[<prev] [next>] [<thread-prev] [thread-next>] [day] [month] [year] [list]
Message-ID: <428ec528-5471-4152-bcb6-d36dd32c3311@suse.cz>
Date: Tue, 14 Oct 2025 11:38:00 +0200
From: Vlastimil Babka <vbabka@...e.cz>
To: Joshua Hahn <joshua.hahnjy@...il.com>,
Andrew Morton <akpm@...ux-foundation.org>
Cc: Chris Mason <clm@...com>, Kiryl Shutsemau <kirill@...temov.name>,
Brendan Jackman <jackmanb@...gle.com>, Johannes Weiner <hannes@...xchg.org>,
Michal Hocko <mhocko@...e.com>, Suren Baghdasaryan <surenb@...gle.com>,
Zi Yan <ziy@...dia.com>, linux-kernel@...r.kernel.org, linux-mm@...ck.org,
kernel-team@...a.com
Subject: Re: [PATCH v4 3/3] mm/page_alloc: Batch page freeing in
free_frozen_page_commit
On 10/13/25 21:08, Joshua Hahn wrote:
> Before returning, free_frozen_page_commit calls free_pcppages_bulk using
> nr_pcp_free to determine how many pages can appropritately be freed,
> based on the tunable parameters stored in pcp. While this number is an
> accurate representation of how many pages should be freed in total, it
> is not an appropriate number of pages to free at once using
> free_pcppages_bulk, since we have seen the value consistently go above
> 2000 in the Meta fleet on larger machines.
>
> As such, perform batched page freeing in free_pcppages_bulk by using
> pcp->batch member. In order to ensure that other processes are not
> starved of the zone lock, free both the zone lock and pcp lock to yield to
> other threads.
>
> Note that because free_frozen_page_commit now performs a spinlock inside the
> function (and can fail), the function may now return with a freed pcp.

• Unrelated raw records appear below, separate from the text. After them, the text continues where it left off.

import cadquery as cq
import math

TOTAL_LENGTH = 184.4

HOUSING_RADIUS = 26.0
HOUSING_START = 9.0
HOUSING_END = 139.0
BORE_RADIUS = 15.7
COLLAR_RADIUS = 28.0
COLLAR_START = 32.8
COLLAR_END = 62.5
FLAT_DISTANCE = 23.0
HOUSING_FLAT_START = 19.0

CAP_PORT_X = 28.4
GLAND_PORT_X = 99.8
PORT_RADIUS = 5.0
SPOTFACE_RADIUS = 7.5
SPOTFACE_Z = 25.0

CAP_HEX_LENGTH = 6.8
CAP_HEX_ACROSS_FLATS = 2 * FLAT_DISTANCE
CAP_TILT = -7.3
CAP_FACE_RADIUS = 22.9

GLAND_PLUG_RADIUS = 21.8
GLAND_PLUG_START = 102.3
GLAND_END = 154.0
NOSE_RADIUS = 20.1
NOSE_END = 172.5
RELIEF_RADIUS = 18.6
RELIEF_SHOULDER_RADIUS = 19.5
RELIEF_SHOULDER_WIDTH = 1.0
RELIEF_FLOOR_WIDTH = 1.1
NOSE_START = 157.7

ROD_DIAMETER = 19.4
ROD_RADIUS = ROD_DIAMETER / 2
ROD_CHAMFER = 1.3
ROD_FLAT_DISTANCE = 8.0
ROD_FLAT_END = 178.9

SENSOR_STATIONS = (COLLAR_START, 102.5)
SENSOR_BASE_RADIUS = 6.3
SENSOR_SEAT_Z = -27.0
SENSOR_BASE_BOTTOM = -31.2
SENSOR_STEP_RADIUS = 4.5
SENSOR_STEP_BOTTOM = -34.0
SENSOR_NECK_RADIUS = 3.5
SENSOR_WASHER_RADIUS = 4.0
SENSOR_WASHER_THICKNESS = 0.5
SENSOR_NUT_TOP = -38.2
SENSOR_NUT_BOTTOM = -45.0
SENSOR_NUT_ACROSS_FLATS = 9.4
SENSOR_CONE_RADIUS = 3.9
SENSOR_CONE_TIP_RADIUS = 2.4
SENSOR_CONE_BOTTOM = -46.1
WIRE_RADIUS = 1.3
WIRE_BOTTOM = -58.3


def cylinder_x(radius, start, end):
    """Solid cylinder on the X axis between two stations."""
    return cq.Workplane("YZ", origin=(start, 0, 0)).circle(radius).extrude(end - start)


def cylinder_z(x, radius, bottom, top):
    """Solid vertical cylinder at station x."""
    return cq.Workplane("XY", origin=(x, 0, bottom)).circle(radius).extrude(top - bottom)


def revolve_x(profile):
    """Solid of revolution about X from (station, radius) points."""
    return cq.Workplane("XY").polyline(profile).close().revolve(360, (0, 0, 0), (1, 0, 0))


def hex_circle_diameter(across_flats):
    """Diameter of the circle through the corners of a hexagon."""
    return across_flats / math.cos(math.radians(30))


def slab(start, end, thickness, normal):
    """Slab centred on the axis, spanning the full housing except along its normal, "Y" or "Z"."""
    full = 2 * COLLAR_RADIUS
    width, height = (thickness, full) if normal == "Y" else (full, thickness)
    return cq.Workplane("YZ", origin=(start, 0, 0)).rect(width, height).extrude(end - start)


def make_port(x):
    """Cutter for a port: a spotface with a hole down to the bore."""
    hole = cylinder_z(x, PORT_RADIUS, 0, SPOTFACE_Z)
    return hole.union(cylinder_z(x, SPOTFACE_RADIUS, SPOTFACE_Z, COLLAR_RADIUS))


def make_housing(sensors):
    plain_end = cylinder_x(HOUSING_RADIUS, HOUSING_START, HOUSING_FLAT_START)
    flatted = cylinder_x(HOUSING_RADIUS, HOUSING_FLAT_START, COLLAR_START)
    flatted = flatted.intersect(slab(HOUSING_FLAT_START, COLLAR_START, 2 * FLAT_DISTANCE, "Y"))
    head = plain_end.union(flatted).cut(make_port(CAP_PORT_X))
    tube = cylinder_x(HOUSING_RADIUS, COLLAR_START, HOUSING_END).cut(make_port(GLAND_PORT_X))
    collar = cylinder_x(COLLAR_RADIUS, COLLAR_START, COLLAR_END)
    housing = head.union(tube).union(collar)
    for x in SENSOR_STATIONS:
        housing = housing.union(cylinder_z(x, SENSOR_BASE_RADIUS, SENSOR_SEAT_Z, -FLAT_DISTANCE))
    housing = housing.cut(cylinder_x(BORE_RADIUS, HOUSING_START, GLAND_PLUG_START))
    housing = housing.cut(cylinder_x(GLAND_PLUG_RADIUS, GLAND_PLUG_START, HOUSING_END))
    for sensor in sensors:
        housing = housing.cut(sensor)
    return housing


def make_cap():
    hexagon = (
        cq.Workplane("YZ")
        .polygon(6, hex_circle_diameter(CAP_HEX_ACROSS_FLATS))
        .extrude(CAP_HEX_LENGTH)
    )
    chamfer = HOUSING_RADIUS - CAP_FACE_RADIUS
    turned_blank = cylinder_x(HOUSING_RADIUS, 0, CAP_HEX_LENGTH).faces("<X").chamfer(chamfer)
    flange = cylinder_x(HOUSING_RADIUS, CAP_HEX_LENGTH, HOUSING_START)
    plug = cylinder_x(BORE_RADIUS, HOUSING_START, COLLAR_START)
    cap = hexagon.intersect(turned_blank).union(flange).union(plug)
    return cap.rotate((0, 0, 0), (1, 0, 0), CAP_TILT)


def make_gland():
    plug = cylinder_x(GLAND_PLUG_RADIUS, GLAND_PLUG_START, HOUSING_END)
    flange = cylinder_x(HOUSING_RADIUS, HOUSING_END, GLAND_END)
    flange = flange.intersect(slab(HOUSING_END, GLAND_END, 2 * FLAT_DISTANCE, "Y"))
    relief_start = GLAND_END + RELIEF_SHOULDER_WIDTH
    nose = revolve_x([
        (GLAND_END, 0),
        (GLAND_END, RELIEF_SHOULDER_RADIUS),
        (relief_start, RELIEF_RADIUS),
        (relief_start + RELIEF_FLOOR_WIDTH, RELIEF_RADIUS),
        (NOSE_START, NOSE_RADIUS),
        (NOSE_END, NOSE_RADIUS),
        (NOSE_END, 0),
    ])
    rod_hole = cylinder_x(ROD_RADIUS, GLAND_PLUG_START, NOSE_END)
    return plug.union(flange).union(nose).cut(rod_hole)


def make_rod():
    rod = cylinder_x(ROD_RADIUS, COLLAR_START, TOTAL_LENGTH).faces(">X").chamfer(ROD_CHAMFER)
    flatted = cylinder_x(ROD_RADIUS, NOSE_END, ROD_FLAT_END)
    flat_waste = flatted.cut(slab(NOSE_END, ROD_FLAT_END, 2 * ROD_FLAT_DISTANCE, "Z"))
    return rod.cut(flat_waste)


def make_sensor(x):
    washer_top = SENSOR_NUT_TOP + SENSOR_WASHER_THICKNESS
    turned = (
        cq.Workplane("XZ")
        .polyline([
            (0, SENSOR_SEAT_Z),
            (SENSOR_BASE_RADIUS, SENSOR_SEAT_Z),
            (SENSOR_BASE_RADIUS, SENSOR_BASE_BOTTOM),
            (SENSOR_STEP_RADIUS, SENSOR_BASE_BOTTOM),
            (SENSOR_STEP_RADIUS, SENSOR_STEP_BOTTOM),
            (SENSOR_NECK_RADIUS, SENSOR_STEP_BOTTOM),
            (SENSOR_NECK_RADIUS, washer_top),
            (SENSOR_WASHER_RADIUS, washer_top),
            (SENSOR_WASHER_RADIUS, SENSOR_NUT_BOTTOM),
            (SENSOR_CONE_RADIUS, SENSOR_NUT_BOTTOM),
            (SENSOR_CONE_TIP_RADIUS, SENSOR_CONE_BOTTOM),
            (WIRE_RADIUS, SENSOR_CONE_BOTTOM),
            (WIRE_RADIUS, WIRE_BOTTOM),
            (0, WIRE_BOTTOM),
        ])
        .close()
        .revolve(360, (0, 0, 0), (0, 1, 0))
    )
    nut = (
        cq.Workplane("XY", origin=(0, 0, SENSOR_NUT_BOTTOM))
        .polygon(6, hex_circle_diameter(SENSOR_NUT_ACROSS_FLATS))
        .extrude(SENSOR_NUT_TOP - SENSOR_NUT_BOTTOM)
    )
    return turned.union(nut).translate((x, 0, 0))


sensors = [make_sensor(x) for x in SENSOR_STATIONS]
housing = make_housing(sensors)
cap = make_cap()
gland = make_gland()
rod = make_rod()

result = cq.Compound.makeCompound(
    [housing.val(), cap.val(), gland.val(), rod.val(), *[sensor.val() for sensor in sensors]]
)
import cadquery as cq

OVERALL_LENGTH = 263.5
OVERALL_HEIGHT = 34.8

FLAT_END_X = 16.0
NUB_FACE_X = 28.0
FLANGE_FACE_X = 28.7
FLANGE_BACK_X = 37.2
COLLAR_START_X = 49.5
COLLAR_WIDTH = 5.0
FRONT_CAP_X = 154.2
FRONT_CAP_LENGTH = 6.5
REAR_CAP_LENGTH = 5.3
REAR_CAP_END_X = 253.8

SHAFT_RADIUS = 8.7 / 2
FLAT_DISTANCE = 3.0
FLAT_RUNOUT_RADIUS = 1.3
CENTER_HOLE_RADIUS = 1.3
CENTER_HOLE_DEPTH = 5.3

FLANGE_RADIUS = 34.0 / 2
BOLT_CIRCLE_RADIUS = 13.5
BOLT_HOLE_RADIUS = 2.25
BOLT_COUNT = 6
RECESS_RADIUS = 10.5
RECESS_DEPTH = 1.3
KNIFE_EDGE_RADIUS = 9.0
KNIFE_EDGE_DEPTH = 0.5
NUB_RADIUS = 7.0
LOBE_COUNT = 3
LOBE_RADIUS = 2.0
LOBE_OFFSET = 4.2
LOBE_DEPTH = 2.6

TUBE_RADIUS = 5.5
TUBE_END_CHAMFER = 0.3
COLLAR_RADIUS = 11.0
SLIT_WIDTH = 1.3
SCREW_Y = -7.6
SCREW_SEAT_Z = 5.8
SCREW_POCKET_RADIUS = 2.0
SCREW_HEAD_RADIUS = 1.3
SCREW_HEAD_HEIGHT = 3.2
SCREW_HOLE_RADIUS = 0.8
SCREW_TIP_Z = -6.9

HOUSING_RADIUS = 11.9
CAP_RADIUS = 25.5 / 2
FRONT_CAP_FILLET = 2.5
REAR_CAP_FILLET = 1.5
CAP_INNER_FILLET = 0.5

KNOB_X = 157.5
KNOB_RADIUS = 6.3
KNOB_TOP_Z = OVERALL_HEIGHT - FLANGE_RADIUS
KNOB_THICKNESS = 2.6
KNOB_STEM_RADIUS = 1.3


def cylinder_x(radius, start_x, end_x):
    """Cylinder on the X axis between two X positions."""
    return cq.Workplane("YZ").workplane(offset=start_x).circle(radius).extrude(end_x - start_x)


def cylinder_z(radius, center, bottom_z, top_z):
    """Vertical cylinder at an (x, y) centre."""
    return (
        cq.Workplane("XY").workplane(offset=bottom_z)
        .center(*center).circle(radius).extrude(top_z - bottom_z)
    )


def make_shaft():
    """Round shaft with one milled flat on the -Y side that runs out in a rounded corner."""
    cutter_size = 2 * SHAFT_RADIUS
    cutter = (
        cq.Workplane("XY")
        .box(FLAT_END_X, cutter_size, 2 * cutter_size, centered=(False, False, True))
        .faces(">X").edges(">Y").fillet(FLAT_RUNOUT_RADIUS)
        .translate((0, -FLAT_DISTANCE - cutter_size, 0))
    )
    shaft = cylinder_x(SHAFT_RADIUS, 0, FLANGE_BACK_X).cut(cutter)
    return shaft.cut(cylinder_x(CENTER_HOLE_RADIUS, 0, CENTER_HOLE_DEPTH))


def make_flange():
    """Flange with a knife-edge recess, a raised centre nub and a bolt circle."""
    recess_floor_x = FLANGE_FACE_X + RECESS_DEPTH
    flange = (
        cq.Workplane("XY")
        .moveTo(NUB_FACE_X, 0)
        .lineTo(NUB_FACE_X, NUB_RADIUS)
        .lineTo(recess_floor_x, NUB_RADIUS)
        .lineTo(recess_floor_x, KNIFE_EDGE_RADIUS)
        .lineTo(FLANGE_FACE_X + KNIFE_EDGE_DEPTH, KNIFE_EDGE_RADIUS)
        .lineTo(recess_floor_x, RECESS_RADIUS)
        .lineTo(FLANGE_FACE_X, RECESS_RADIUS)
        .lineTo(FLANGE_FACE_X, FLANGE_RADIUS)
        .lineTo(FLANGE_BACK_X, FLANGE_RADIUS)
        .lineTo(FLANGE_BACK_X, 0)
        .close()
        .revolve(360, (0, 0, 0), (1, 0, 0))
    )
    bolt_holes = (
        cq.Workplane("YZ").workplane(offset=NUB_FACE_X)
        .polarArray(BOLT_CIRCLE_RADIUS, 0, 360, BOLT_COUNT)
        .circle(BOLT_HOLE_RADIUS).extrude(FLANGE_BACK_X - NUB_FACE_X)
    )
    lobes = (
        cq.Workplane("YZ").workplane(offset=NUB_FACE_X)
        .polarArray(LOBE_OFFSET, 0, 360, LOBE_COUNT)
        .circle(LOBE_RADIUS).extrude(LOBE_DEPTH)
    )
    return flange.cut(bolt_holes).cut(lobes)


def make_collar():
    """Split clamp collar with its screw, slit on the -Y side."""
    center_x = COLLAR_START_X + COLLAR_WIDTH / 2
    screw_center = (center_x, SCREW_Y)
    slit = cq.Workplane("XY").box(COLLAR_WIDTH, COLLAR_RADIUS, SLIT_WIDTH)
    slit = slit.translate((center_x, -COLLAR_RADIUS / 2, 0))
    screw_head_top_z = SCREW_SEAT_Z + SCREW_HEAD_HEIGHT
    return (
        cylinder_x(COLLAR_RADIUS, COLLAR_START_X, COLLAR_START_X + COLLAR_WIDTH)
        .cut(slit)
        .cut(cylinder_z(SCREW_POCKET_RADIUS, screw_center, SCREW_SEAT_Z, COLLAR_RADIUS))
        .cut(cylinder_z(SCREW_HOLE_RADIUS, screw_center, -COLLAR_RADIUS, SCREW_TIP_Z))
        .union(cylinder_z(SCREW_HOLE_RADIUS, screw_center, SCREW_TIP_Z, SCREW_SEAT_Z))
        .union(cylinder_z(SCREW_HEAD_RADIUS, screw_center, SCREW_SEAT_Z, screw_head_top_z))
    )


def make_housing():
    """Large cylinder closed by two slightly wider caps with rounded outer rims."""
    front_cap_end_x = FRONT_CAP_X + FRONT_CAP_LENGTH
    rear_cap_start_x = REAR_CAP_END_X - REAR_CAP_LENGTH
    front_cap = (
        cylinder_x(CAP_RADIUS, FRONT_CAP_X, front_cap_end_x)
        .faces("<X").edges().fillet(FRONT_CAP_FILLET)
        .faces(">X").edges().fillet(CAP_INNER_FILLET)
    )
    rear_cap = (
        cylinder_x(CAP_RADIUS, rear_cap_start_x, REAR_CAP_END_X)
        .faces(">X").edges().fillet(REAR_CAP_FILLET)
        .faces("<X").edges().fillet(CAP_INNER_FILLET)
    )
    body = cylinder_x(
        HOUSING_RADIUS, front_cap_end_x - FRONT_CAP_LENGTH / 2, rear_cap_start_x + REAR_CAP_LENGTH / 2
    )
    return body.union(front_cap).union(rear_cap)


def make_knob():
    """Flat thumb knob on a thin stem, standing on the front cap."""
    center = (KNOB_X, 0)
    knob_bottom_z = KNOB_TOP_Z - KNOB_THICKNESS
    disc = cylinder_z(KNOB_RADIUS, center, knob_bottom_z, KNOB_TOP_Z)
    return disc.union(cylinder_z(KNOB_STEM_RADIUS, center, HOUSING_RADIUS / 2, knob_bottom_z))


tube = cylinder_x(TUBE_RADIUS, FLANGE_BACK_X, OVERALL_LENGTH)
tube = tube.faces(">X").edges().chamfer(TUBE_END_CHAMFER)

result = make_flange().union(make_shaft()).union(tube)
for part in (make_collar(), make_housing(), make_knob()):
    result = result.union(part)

> To handle this, return true if the pcp is locked on exit and false otherwise.
>
> In addition, since free_frozen_page_commit must now be aware of what UP
> flags were stored at the time of the spin lock, and because we must be
> able to report new UP flags to the callers, add a new unsigned long*
> parameter UP_flags to keep track of this.
>
> The following are a few synthetic benchmarks, made on three machines. The
> first is a large machine with 754GiB memory and 316 processors.
> The second is a relatively smaller machine with 251GiB memory and 176
> processors. The third and final is the smallest of the three, which has 62GiB
> memory and 36 processors.
>
> On all machines, I kick off a kernel build with -j$(nproc).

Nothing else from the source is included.